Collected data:
---+---
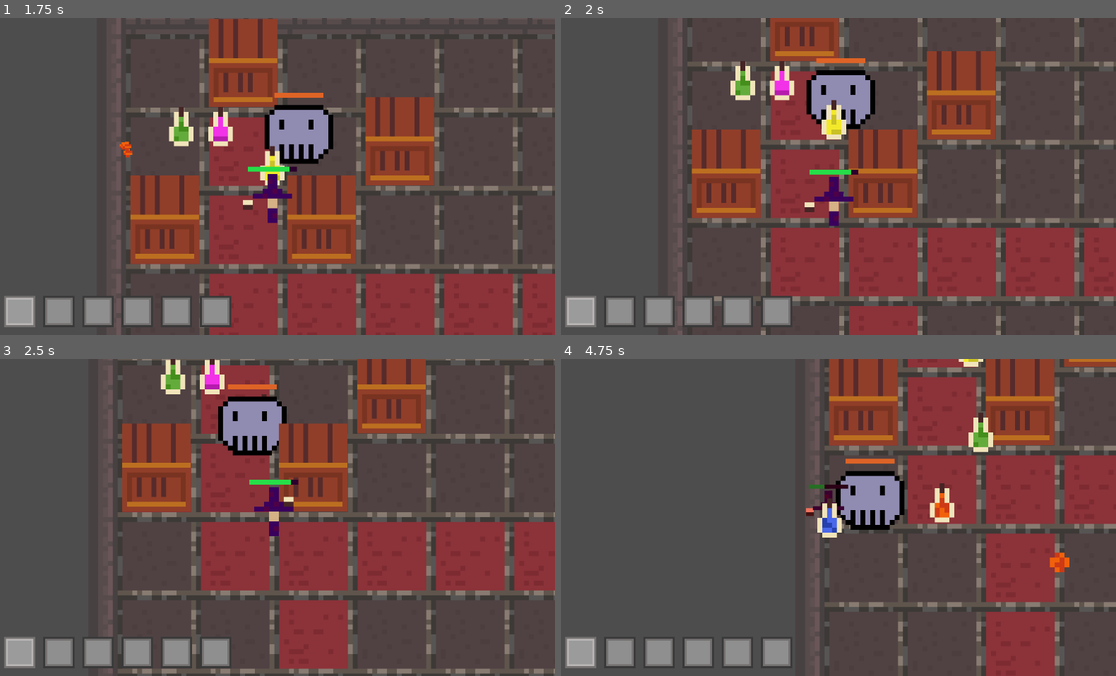
Above: before the commit, frames 1-4 (two rows, left to right).
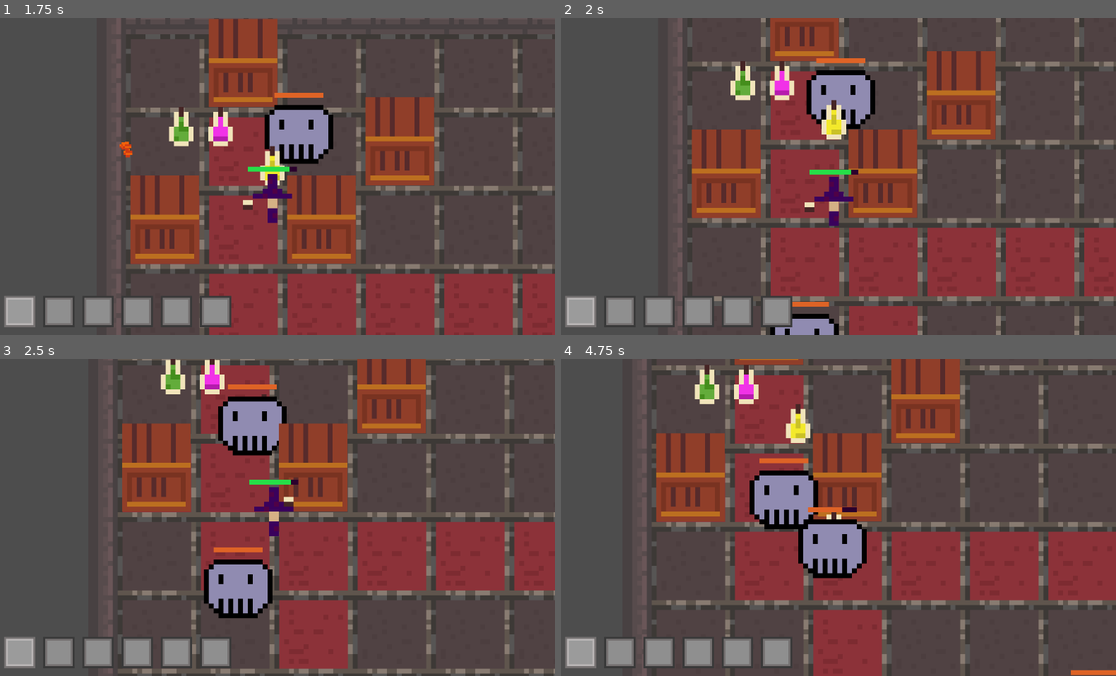
Above: after the commit, the same moments.

Repository: chluebi/ludum-dare-58
Game: Godot game, scene res://main.tscn
Two runs of this game, one before a commit and one after it. Both use one fixed random seed, a clock stepped at 60 frames per second and the inputs below.
Inputs (mouse positions are in pixels of both pictures, inside the frame that each line leads up to):
- Up to frame 1 (1.75 s): tap Enter (ui_accept) at 0.5, 0.77, 1.52 s; move the mouse to (399, 160) at 0.52 s; press the mouse at (399, 160) at 0.53 s; hold D (move_right) 0.53-1.28 s; move the mouse to (160, 192) at 1.27 s; release the mouse at (160, 192) at 1.28 s; hold S (move_down) from 1.28 s (still down); click (160, 192) at 1.35 s
- Up to frame 2 (2 s): keep holding S (move_down)
- Up to frame 3 (2.5 s): move the mouse to (327, 447) at 2.02 s; release S (move_down) at 2.03 s; press the mouse at (327, 447) at 2.03 s; hold D (move_right) from 2.03 s (still down)
- Up to frame 4 (4.75 s): move the mouse to (805, 580) at 2.77 s; release D (move_right) at 2.78 s; release the mouse at (805, 580) at 2.78 s; hold W (move_up) 2.78-3.53 s; click (805, 580) at 2.85 s; tap Enter (ui_accept) at 3.02, 3.77, 4.52 s; move the mouse to (1005, 565) at 3.52 s; press the mouse at (1005, 565) at 3.53 s; hold A (move_left) from 3.53 s (still down); move the mouse to (666, 469) at 4.27 s; release the mouse at (666, 469) at 4.28 s; click (666, 469) at 4.35 s

Frame 1 is identical in both runs. In frame 2, 0.7% of the frame differs, in the area x 37-51%, y 89-100%; in frame 3, 2.2%; in frame 4, 52%, in the area x 14-100%, y 0-100%.

Commit message:
fixed references to player/enemy of enemy-spawner

Diff:
--- a/enemy_spawner.gd
+++ b/enemy_spawner.gd
@@ -3,14 +3,15 @@
 const SPAWN_INTERVAL = 5.0
 const ALLOWED_REGION = Rect2(0,0,2400, 1500)
 const ENEMY_SCENE = preload("res://enemy.tscn")
-@onready var player = $"../player"
+@onready var player = $"../Environment/player"
+@onready var environment = $"../Environment"
 var camera_region = Rect2(0,0,1152,648)
 var spawn_timer = 10
 
 func spawn_enemy(pos):
 	var enemy = ENEMY_SCENE.instantiate()
 	enemy.position = pos
-	get_parent().add_child.call_deferred(enemy)
+	environment.add_child.call_deferred(enemy)
 
 func _process(delta: float) -> void:
 	spawn_timer += delta
--- a/main.tscn
+++ b/main.tscn
@@ -6,7 +6,8 @@
 [ext_resource type="Script" uid="uid://rnjhn3gu636t" path="res://tile_map_layer.gd" id="3_272bh"]
 [ext_resource type="PackedScene" uid="uid://nhwhlhpm51nv" path="res://crate.tscn" id="4_1bvp3"]
 [ext_resource type="PackedScene" uid="uid://dog1poe2ison0" path="res://enemy.tscn" id="5_lquwl"]
-[ext_resource type="PackedScene" uid="uid://b4s8ah7fjsuyp" path="res://hud.tscn" id="8_5vw27"]
+[ext_resource type="PackedScene" path="res://hud.tscn" id="8_5vw27"]
+[ext_resource type="Script" uid="uid://cbnnke38dp7y2" path="res://enemy_spawner.gd" id="8_kek77"]
 
 [sub_resource type="TileSetAtlasSource" id="TileSetAtlasSource_5vw27"]
 texture = ExtResource("2_272bh")
@@ -75,3 +76,6 @@
 position = Vector2(114, 190)
 
 [node name="HUD" parent="." instance=ExtResource("8_5vw27")]
+
+[node name="enemy_spawner" type="Node2D" parent="."]
+script = ExtResource("8_kek77")
Not shown: 1 places in main.tscn that only renumber resources
---+---
Can you retype every record above exactly, leaving out the pictures?

Above: before the commit, frames 1-4 (two rows, left to right).
Above: after the commit, the same moments.

Repository: chluebi/ludum-dare-58
Game: Godot game, scene res://main.tscn
Two runs of this game, one before a commit and one after it. Both use one fixed random seed, a clock stepped at 60 frames per second and the inputs below.
Inputs (mouse positions are in pixels of both pictures, inside the frame that each line leads up to):
- Up to frame 1 (1.75 s): tap Enter (ui_accept) at 0.5, 0.77, 1.52 s; move the mouse to (399, 160) at 0.52 s; press the mouse at (399, 160) at 0.53 s; hold D (move_right) 0.53-1.28 s; move the mouse to (160, 192) at 1.27 s; release the mouse at (160, 192) at 1.28 s; hold S (move_down) from 1.28 s (still down); click (160, 192) at 1.35 s
- Up to frame 2 (2 s): keep holding S (move_down)
- Up to frame 3 (2.5 s): move the mouse to (327, 447) at 2.02 s; release S (move_down) at 2.03 s; press the mouse at (327, 447) at 2.03 s; hold D (move_right) from 2.03 s (still down)
- Up to frame 4 (4.75 s): move the mouse to (805, 580) at 2.77 s; release D (move_right) at 2.78 s; release the mouse at (805, 580) at 2.78 s; hold W (move_up) 2.78-3.53 s; click (805, 580) at 2.85 s; tap Enter (ui_accept) at 3.02, 3.77, 4.52 s; move the mouse to (1005, 565) at 3.52 s; press the mouse at (1005, 565) at 3.53 s; hold A (move_left) from 3.53 s (still down); move the mouse to (666, 469) at 4.27 s; release the mouse at (666, 469) at 4.28 s; click (666, 469) at 4.35 s

Frame 1 is identical in both runs. In frame 2, 0.7% of the frame differs, in the area x 37-51%, y 89-100%; in frame 3, 2.2%; in frame 4, 52%, in the area x 14-100%, y 0-100%.

Commit message:
fixed references to player/enemy of enemy-spawner

Diff:
--- a/enemy_spawner.gd
+++ b/enemy_spawner.gd
@@ -3,14 +3,15 @@
 const SPAWN_INTERVAL = 5.0
 const ALLOWED_REGION = Rect2(0,0,2400, 1500)
 const ENEMY_SCENE = preload("res://enemy.tscn")
-@onready var player = $"../player"
+@onready var player = $"../Environment/player"
+@onready var environment = $"../Environment"
 var camera_region = Rect2(0,0,1152,648)
 var spawn_timer = 10
 
 func spawn_enemy(pos):
 	var enemy = ENEMY_SCENE.instantiate()
 	enemy.position = pos
-	get_parent().add_child.call_deferred(enemy)
+	environment.add_child.call_deferred(enemy)
 
 func _process(delta: float) -> void:
 	spawn_timer += delta
--- a/main.tscn
+++ b/main.tscn
@@ -6,7 +6,8 @@
 [ext_resource type="Script" uid="uid://rnjhn3gu636t" path="res://tile_map_layer.gd" id="3_272bh"]
 [ext_resource type="PackedScene" uid="uid://nhwhlhpm51nv" path="res://crate.tscn" id="4_1bvp3"]
 [ext_resource type="PackedScene" uid="uid://dog1poe2ison0" path="res://enemy.tscn" id="5_lquwl"]
-[ext_resource type="PackedScene" uid="uid://b4s8ah7fjsuyp" path="res://hud.tscn" id="8_5vw27"]
+[ext_resource type="PackedScene" path="res://hud.tscn" id="8_5vw27"]
+[ext_resource type="Script" uid="uid://cbnnke38dp7y2" path="res://enemy_spawner.gd" id="8_kek77"]
 
 [sub_resource type="TileSetAtlasSource" id="TileSetAtlasSource_5vw27"]
 texture = ExtResource("2_272bh")
@@ -75,3 +76,6 @@
 position = Vector2(114, 190)
 
 [node name="HUD" parent="." instance=ExtResource("8_5vw27")]
+
+[node name="enemy_spawner" type="Node2D" parent="."]
+script = ExtResource("8_kek77")
Not shown: 1 places in main.tscn that only renumber resources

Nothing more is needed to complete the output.